RECORD EXCERPTS:
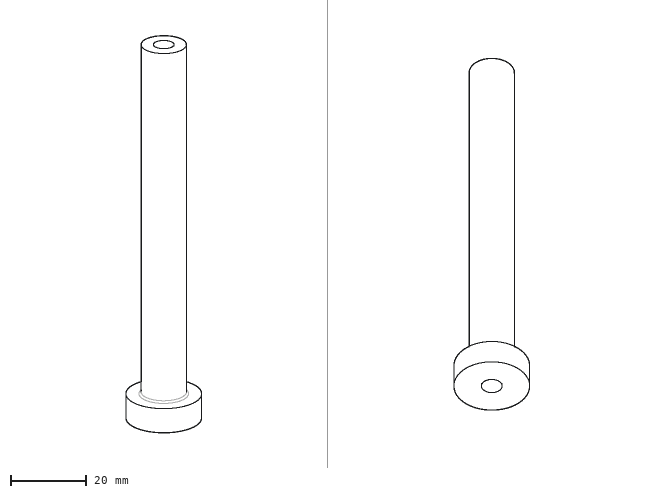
import cadquery as cq

total_length = 107.0
head_diameter = 20.0
head_height = 7.0
shaft_diameter = 12.0
bore_diameter = 5.5
neck_fillet = 0.5

head_radius = head_diameter / 2
shaft_radius = shaft_diameter / 2
bore_radius = bore_diameter / 2

half_section = (
    cq.Workplane("XZ")
    .moveTo(bore_radius, 0)
    .lineTo(head_radius, 0)
    .lineTo(head_radius, head_height)
    .lineTo(shaft_radius + neck_fillet, head_height)
    .radiusArc((shaft_radius, head_height + neck_fillet), neck_fillet)
    .lineTo(shaft_radius, total_length)
    .lineTo(bore_radius, total_length)
    .close()
)

result = half_section.revolve(360, (0, 0, 0), (0, 1, 0))

WHAT YOU HAVE TO DO:
Excluding pictures, reproduce the listing above exactly as it stands.

WRITTEN SOLUTION:
import cadquery as cq

total_length = 107.0
head_diameter = 20.0
head_height = 7.0
shaft_diameter = 12.0
bore_diameter = 5.5
neck_fillet = 0.5

head_radius = head_diameter / 2
shaft_radius = shaft_diameter / 2
bore_radius = bore_diameter / 2

half_section = (
    cq.Workplane("XZ")
    .moveTo(bore_radius, 0)
    .lineTo(head_radius, 0)
    .lineTo(head_radius, head_height)
    .lineTo(shaft_radius + neck_fillet, head_height)
    .radiusArc((shaft_radius, head_height + neck_fillet), neck_fillet)
    .lineTo(shaft_radius, total_length)
    .lineTo(bore_radius, total_length)
    .close()
)

result = half_section.revolve(360, (0, 0, 0), (0, 1, 0))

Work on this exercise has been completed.